Work to be completed: Reproduce the entries word for word, and omit any picture you find in them.

Supplied data:
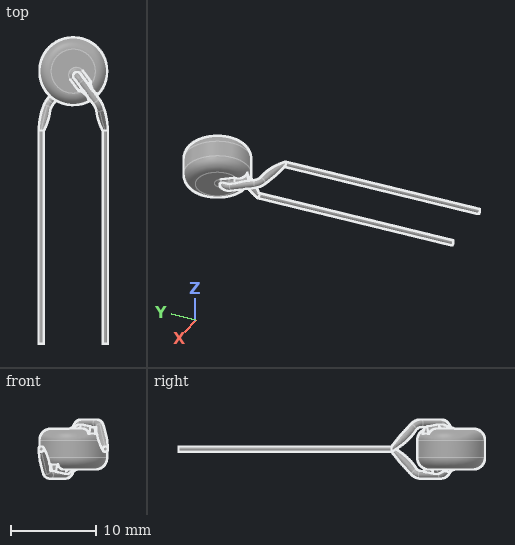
import cadquery as cq
import math

DISC_DIAMETER = 8.0
DISC_THICKNESS = 4.82
DISC_EDGE_RADIUS = 1.4
DISC_TOP = DISC_THICKNESS / 2

OVERALL_LENGTH = 36.0
OVERALL_HEIGHT = 7.0
WIRE_DIAMETER = 0.65
WIRE_PITCH = 7.52
WIRE_START_Y = -7.0
WIRE_END_Y = DISC_DIAMETER / 2 - OVERALL_LENGTH
WIRE_LENGTH = WIRE_START_Y - WIRE_END_Y

SLEEVE_DIAMETER = 0.95
SLEEVE_Z = (OVERALL_HEIGHT - SLEEVE_DIAMETER) / 2
ROOT_X = 0.35
ROOT_Y = -0.45
ROOT_BEND_RADIUS = 0.97
ELBOW_X = 3.02
ELBOW_Y = -4.0
ELBOW_SETBACK = 0.55
THROAT_DIAMETER = 1.0
THROAT_SHARE = 0.5
THROAT_SAG = 0.15

WEB_WIDTH = 1.8
WEB_SAG = 0.1
WEB_BASE_WIDTH = 0.58
WEB_BASE_Z = 1.08
ROOT_CREST_WIDTH = 0.65
ROOT_CREST_Z = 2.7
CREST_WIDTH = 0.9
CREST_Z = 2.9
FLAT_END_DISTANCE = 1.65
WEB_END_DISTANCE = 3.15
WEB_END_WIDTH = 1.3
WEB_END_CREST_Z = 2.7
WEB_END_TOE_Z = 1.73

Y_AXIS = cq.Vector(0, 1, 0)
Z_AXIS = cq.Vector(0, 0, 1)


def make_disc():
    base = cq.Workplane("XY").workplane(offset=-DISC_TOP)
    disc = base.circle(DISC_DIAMETER / 2).extrude(DISC_THICKNESS)
    return disc.edges("%CIRCLE").fillet(DISC_EDGE_RADIUS)


def make_sleeve_parts():
    """Return the bent round sleeve and the taper from its end down to the wire."""
    root = cq.Vector(ROOT_X, ROOT_Y, SLEEVE_Z)
    corner = cq.Vector(ELBOW_X, ELBOW_Y, SLEEVE_Z)
    tip = cq.Vector(WIRE_PITCH / 2, WIRE_START_Y, 0)
    outward = (corner - root).normalized()
    downward = (tip - corner).normalized()

    bend_start = root - Z_AXIS * ROOT_BEND_RADIUS
    bend_end = root + outward * ROOT_BEND_RADIUS
    elbow_start = corner - outward * ELBOW_SETBACK
    elbow_end = corner + downward * ELBOW_SETBACK
    path = cq.Wire.assembleEdges([
        cq.Edge.makeTangentArc(bend_start, Z_AXIS, bend_end),
        cq.Edge.makeLine(bend_end, elbow_start),
        cq.Edge.makeTangentArc(elbow_start, outward, elbow_end),
    ])
    section = cq.Workplane(cq.Plane(bend_start, normal=Z_AXIS)).circle(SLEEVE_DIAMETER / 2)
    tube = section.sweep(cq.Workplane(path))

    throat = elbow_end + (tip - elbow_end) * THROAT_SHARE - Z_AXIS * THROAT_SAG
    taper = cq.Solid.makeLoft([
        cq.Wire.makeCircle(SLEEVE_DIAMETER / 2, elbow_end, downward),
        cq.Wire.makeCircle(THROAT_DIAMETER / 2, throat, downward),
        cq.Wire.makeCircle(WIRE_DIAMETER / 2, tip, -Y_AXIS),
    ])
    return tube, cq.Workplane(taper)


def flank_middle(toe, toe_z, crest, crest_z):
    """Middle point of the hollow flank between toe and crest."""
    middle = (toe + crest) / 2 - WEB_SAG * (crest_z - toe_z)
    middle_z = (toe_z + crest_z) / 2 - WEB_SAG * (toe - crest)
    return middle, middle_z


def web_section(distance, toe_width, toe_z, crest_width, crest_z):
    """Closed cross-section wire of the web, square to the sleeve."""
    toe = toe_width / 2
    crest = crest_width / 2
    base = WEB_BASE_WIDTH / 2
    middle, middle_z = flank_middle(toe, toe_z, crest, crest_z)
    return (
        cq.Workplane("YZ", origin=(distance, 0, 0))
        .moveTo(-base, WEB_BASE_Z)
        .lineTo(base, WEB_BASE_Z)
        .lineTo(toe, toe_z)
        .threePointArc((middle, middle_z), (crest, crest_z))
        .lineTo(-crest, crest_z)
        .threePointArc((-middle, middle_z), (-toe, toe_z))
        .close()
        .val()
    )


def make_rounded_end():
    """Collar about the root whose turned profile is half of the root section."""
    toe = WEB_WIDTH / 2
    crest = ROOT_CREST_WIDTH / 2
    return (
        cq.Workplane("XZ")
        .moveTo(0, WEB_BASE_Z)
        .lineTo(WEB_BASE_WIDTH / 2, WEB_BASE_Z)
        .lineTo(toe, DISC_TOP)
        .threePointArc(flank_middle(toe, DISC_TOP, crest, ROOT_CREST_Z), (crest, ROOT_CREST_Z))
        .lineTo(0, ROOT_CREST_Z)
        .close()
        .revolve(360, (0, 0), (0, 1))
    )


def make_web():
    """Web along the sleeve with a rounded end about its root."""
    sections = [
        web_section(0, WEB_WIDTH, DISC_TOP, ROOT_CREST_WIDTH, ROOT_CREST_Z),
        web_section(ROOT_BEND_RADIUS, WEB_WIDTH, DISC_TOP, CREST_WIDTH, CREST_Z),
        web_section(FLAT_END_DISTANCE, WEB_WIDTH, DISC_TOP, CREST_WIDTH, CREST_Z),
        web_section(WEB_END_DISTANCE, WEB_END_WIDTH, WEB_END_TOE_Z, ROOT_CREST_WIDTH, WEB_END_CREST_Z),
    ]
    web = cq.Workplane(cq.Solid.makeLoft(sections, True)).union(make_rounded_end())
    heading = math.degrees(math.atan2(ELBOW_Y - ROOT_Y, ELBOW_X - ROOT_X))
    return web.rotate((0, 0, 0), (0, 0, 1), heading).translate((ROOT_X, ROOT_Y, 0))


def half_turn(shape):
    """Turn a shape about Y, from the upper right lead to the lower left one."""
    return shape.rotate((0, 0, 0), (0, 1, 0), 180)


def make_coating():
    """Disc and both sleeves as one piece of coating."""
    coating = make_disc()
    for part in (*make_sleeve_parts(), make_web()):
        coating = coating.union(part).union(half_turn(part))
    return coating


def make_wire():
    start = cq.Vector(WIRE_PITCH / 2, WIRE_START_Y, 0)
    return cq.Workplane(cq.Solid.makeCylinder(WIRE_DIAMETER / 2, WIRE_LENGTH, start, -Y_AXIS))


coating = make_coating()
wire = make_wire()
wires = [wire, half_turn(wire)]
result = cq.Compound.makeCompound([coating.val(), *[w.val() for w in wires]])

Result:
import cadquery as cq
import math

DISC_DIAMETER = 8.0
DISC_THICKNESS = 4.82
DISC_EDGE_RADIUS = 1.4
DISC_TOP = DISC_THICKNESS / 2

OVERALL_LENGTH = 36.0
OVERALL_HEIGHT = 7.0
WIRE_DIAMETER = 0.65
WIRE_PITCH = 7.52
WIRE_START_Y = -7.0
WIRE_END_Y = DISC_DIAMETER / 2 - OVERALL_LENGTH
WIRE_LENGTH = WIRE_START_Y - WIRE_END_Y

SLEEVE_DIAMETER = 0.95
SLEEVE_Z = (OVERALL_HEIGHT - SLEEVE_DIAMETER) / 2
ROOT_X = 0.35
ROOT_Y = -0.45
ROOT_BEND_RADIUS = 0.97
ELBOW_X = 3.02
ELBOW_Y = -4.0
ELBOW_SETBACK = 0.55
THROAT_DIAMETER = 1.0
THROAT_SHARE = 0.5
THROAT_SAG = 0.15

WEB_WIDTH = 1.8
WEB_SAG = 0.1
WEB_BASE_WIDTH = 0.58
WEB_BASE_Z = 1.08
ROOT_CREST_WIDTH = 0.65
ROOT_CREST_Z = 2.7
CREST_WIDTH = 0.9
CREST_Z = 2.9
FLAT_END_DISTANCE = 1.65
WEB_END_DISTANCE = 3.15
WEB_END_WIDTH = 1.3
WEB_END_CREST_Z = 2.7
WEB_END_TOE_Z = 1.73

Y_AXIS = cq.Vector(0, 1, 0)
Z_AXIS = cq.Vector(0, 0, 1)


def make_disc():
    base = cq.Workplane("XY").workplane(offset=-DISC_TOP)
    disc = base.circle(DISC_DIAMETER / 2).extrude(DISC_THICKNESS)
    return disc.edges("%CIRCLE").fillet(DISC_EDGE_RADIUS)


def make_sleeve_parts():
    """Return the bent round sleeve and the taper from its end down to the wire."""
    root = cq.Vector(ROOT_X, ROOT_Y, SLEEVE_Z)
    corner = cq.Vector(ELBOW_X, ELBOW_Y, SLEEVE_Z)
    tip = cq.Vector(WIRE_PITCH / 2, WIRE_START_Y, 0)
    outward = (corner - root).normalized()
    downward = (tip - corner).normalized()

    bend_start = root - Z_AXIS * ROOT_BEND_RADIUS
    bend_end = root + outward * ROOT_BEND_RADIUS
    elbow_start = corner - outward * ELBOW_SETBACK
    elbow_end = corner + downward * ELBOW_SETBACK
    path = cq.Wire.assembleEdges([
        cq.Edge.makeTangentArc(bend_start, Z_AXIS, bend_end),
        cq.Edge.makeLine(bend_end, elbow_start),
        cq.Edge.makeTangentArc(elbow_start, outward, elbow_end),
    ])
    section = cq.Workplane(cq.Plane(bend_start, normal=Z_AXIS)).circle(SLEEVE_DIAMETER / 2)
    tube = section.sweep(cq.Workplane(path))

    throat = elbow_end + (tip - elbow_end) * THROAT_SHARE - Z_AXIS * THROAT_SAG
    taper = cq.Solid.makeLoft([
        cq.Wire.makeCircle(SLEEVE_DIAMETER / 2, elbow_end, downward),
        cq.Wire.makeCircle(THROAT_DIAMETER / 2, throat, downward),
        cq.Wire.makeCircle(WIRE_DIAMETER / 2, tip, -Y_AXIS),
    ])
    return tube, cq.Workplane(taper)


def flank_middle(toe, toe_z, crest, crest_z):
    """Middle point of the hollow flank between toe and crest."""
    middle = (toe + crest) / 2 - WEB_SAG * (crest_z - toe_z)
    middle_z = (toe_z + crest_z) / 2 - WEB_SAG * (toe - crest)
    return middle, middle_z


def web_section(distance, toe_width, toe_z, crest_width, crest_z):
    """Closed cross-section wire of the web, square to the sleeve."""
    toe = toe_width / 2
    crest = crest_width / 2
    base = WEB_BASE_WIDTH / 2
    middle, middle_z = flank_middle(toe, toe_z, crest, crest_z)
    return (
        cq.Workplane("YZ", origin=(distance, 0, 0))
        .moveTo(-base, WEB_BASE_Z)
        .lineTo(base, WEB_BASE_Z)
        .lineTo(toe, toe_z)
        .threePointArc((middle, middle_z), (crest, crest_z))
        .lineTo(-crest, crest_z)
        .threePointArc((-middle, middle_z), (-toe, toe_z))
        .close()
        .val()
    )


def make_rounded_end():
    """Collar about the root whose turned profile is half of the root section."""
    toe = WEB_WIDTH / 2
    crest = ROOT_CREST_WIDTH / 2
    return (
        cq.Workplane("XZ")
        .moveTo(0, WEB_BASE_Z)
        .lineTo(WEB_BASE_WIDTH / 2, WEB_BASE_Z)
        .lineTo(toe, DISC_TOP)
        .threePointArc(flank_middle(toe, DISC_TOP, crest, ROOT_CREST_Z), (crest, ROOT_CREST_Z))
        .lineTo(0, ROOT_CREST_Z)
        .close()
        .revolve(360, (0, 0), (0, 1))
    )


def make_web():
    """Web along the sleeve with a rounded end about its root."""
    sections = [
        web_section(0, WEB_WIDTH, DISC_TOP, ROOT_CREST_WIDTH, ROOT_CREST_Z),
        web_section(ROOT_BEND_RADIUS, WEB_WIDTH, DISC_TOP, CREST_WIDTH, CREST_Z),
        web_section(FLAT_END_DISTANCE, WEB_WIDTH, DISC_TOP, CREST_WIDTH, CREST_Z),
        web_section(WEB_END_DISTANCE, WEB_END_WIDTH, WEB_END_TOE_Z, ROOT_CREST_WIDTH, WEB_END_CREST_Z),
    ]
    web = cq.Workplane(cq.Solid.makeLoft(sections, True)).union(make_rounded_end())
    heading = math.degrees(math.atan2(ELBOW_Y - ROOT_Y, ELBOW_X - ROOT_X))
    return web.rotate((0, 0, 0), (0, 0, 1), heading).translate((ROOT_X, ROOT_Y, 0))


def half_turn(shape):
    """Turn a shape about Y, from the upper right lead to the lower left one."""
    return shape.rotate((0, 0, 0), (0, 1, 0), 180)


def make_coating():
    """Disc and both sleeves as one piece of coating."""
    coating = make_disc()
    for part in (*make_sleeve_parts(), make_web()):
        coating = coating.union(part).union(half_turn(part))
    return coating


def make_wire():
    start = cq.Vector(WIRE_PITCH / 2, WIRE_START_Y, 0)
    return cq.Workplane(cq.Solid.makeCylinder(WIRE_DIAMETER / 2, WIRE_LENGTH, start, -Y_AXIS))


coating = make_coating()
wire = make_wire()
wires = [wire, half_turn(wire)]
result = cq.Compound.makeCompound([coating.val(), *[w.val() for w in wires]])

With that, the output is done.